## Your objective
How many lines of the records hold the string "outline"? Reply with the number alone.

○ ○ ○ ○ ○

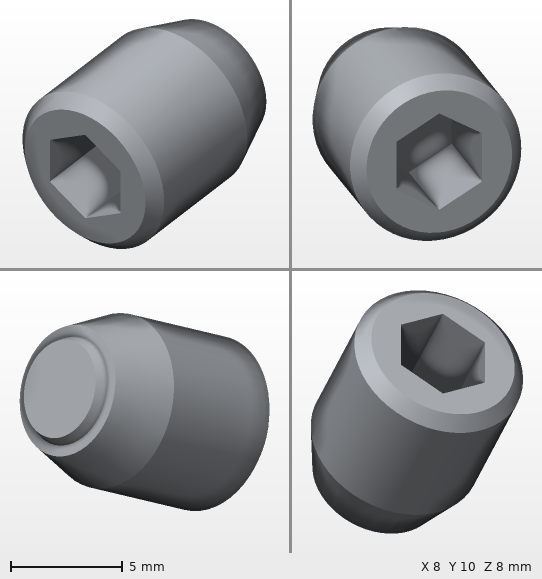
import cadquery as cq
import math

total_length = 10.0
body_diameter = 8.0
drive_chamfer = 0.6

taper_end_diameter = 6.0
taper_angle = 20.0
tip_projection = 0.5

hex_across_flats = 4.0
hex_depth = 5.0

tip_diameter = 5.0
tip_end_diameter = 4.5
tip_seat_depth = 2.0

body_radius = body_diameter / 2
taper_end_radius = taper_end_diameter / 2
tip_radius = tip_diameter / 2
tip_end_radius = tip_end_diameter / 2

body_length = total_length - tip_projection
taper_length = (body_radius - taper_end_radius) / math.tan(math.radians(taper_angle))
taper_start = body_length - taper_length
seat_floor = body_length - tip_seat_depth


def revolve_about_y(profile_points):
    """Turn a closed (radius, Y) profile a full circle about the Y axis."""
    return cq.Workplane("XY").polyline(profile_points).close().revolve(360, (0, 0), (0, 1))


def make_hex_socket():
    """Hexagonal prism from the drive face inward, with two corners pointing along Z."""
    hex_across_corners = hex_across_flats / math.cos(math.radians(30))
    return (
        cq.Workplane("XZ")
        .transformed(rotate=(0, 0, 90))
        .polygon(6, hex_across_corners)
        .extrude(-hex_depth)
    )


def make_screw_body():
    """Chamfered, tapered cylinder with a drive socket and a round seat for the tip."""
    outline = [
        (0, 0),
        (body_radius - drive_chamfer, 0),
        (body_radius, drive_chamfer),
        (body_radius, taper_start),
        (taper_end_radius, body_length),
        (tip_radius, body_length),
        (tip_radius, seat_floor),
        (0, seat_floor),
    ]
    return revolve_about_y(outline).cut(make_hex_socket())


def make_tip():
    """Round insert that fills the seat and narrows where it projects from the screw."""
    outline = [
        (0, seat_floor),
        (tip_radius, seat_floor),
        (tip_radius, body_length),
        (tip_end_radius, total_length),
        (0, total_length),
    ]
    return revolve_about_y(outline)


screw_body = make_screw_body()
tip = make_tip()

result = cq.Compound.makeCompound([screw_body.val(), tip.val()])
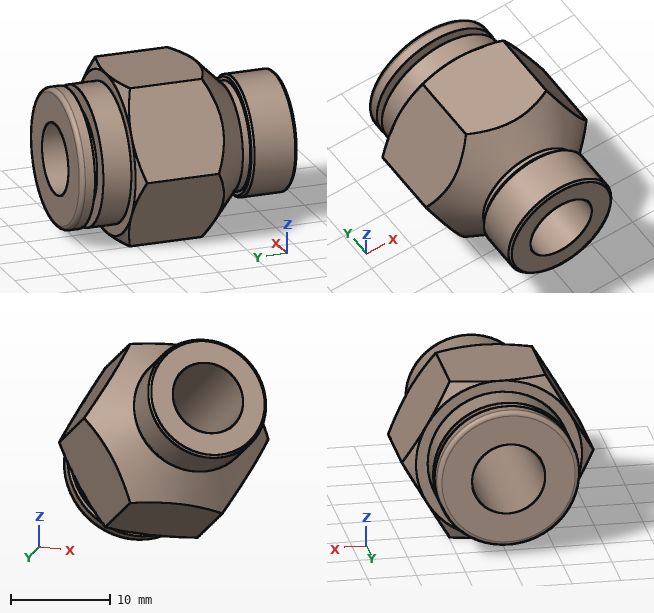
import cadquery as cq
import math

length = 23.7
bore_radius = 3.75

spigot_radius = 6.28
spigot_length = 4.85
spigot_chamfer = 0.24
relief_radius = 5.66
relief_end = 5.65

across_flats = 17.0
across_corners = across_flats / math.cos(math.radians(30))
hex_end = 18.27
hex_chamfer_angle = 30

collar_radius = 7.3
collar_end = 21.28
neck_radius = 5.55
ring_start = 22.18
ring_round = 0.47


def cylinder(radius, start, end):
    """Solid cylinder about the Y axis between two Y positions."""
    face = cq.Workplane("XZ", origin=(0, start, 0)).circle(radius)
    return face.extrude(start - end)


def make_spigot():
    spigot = cylinder(spigot_radius, 0, spigot_length).edges("%CIRCLE").chamfer(spigot_chamfer)
    return spigot.union(cylinder(relief_radius, 0, relief_end))


def make_hex_body():
    prism = (
        cq.Workplane("XZ", origin=(0, relief_end, 0))
        .polygon(6, across_corners)
        .extrude(relief_end - hex_end)
    )
    envelope_radius = across_corners / 2 + 0.24
    cone_end = relief_end + (envelope_radius - relief_radius)
    chamfer_width = envelope_radius - across_flats / 2
    chamfer_start = hex_end - chamfer_width * math.tan(math.radians(hex_chamfer_angle))
    envelope = (
        cq.Workplane("XY")
        .moveTo(0, relief_end)
        .lineTo(relief_radius, relief_end)
        .lineTo(envelope_radius, cone_end)
        .lineTo(envelope_radius, chamfer_start)
        .lineTo(across_flats / 2, hex_end)
        .lineTo(0, hex_end)
        .close()
        .revolve(360, (0, 0, 0), (0, 1, 0))
    )
    return prism.intersect(envelope)


def make_rear_end():
    collar = cylinder(collar_radius, hex_end, collar_end)
    neck = cylinder(neck_radius, hex_end, length)
    ring = cylinder(collar_radius, ring_start, length).faces(">Y").edges().fillet(ring_round)
    return collar.union(neck).union(ring)


bore = cylinder(bore_radius, 0, length)
result = make_spigot().union(make_hex_body()).union(make_rear_end()).cut(bore)

○ ○ ○ ○ ○

## Result of the task
4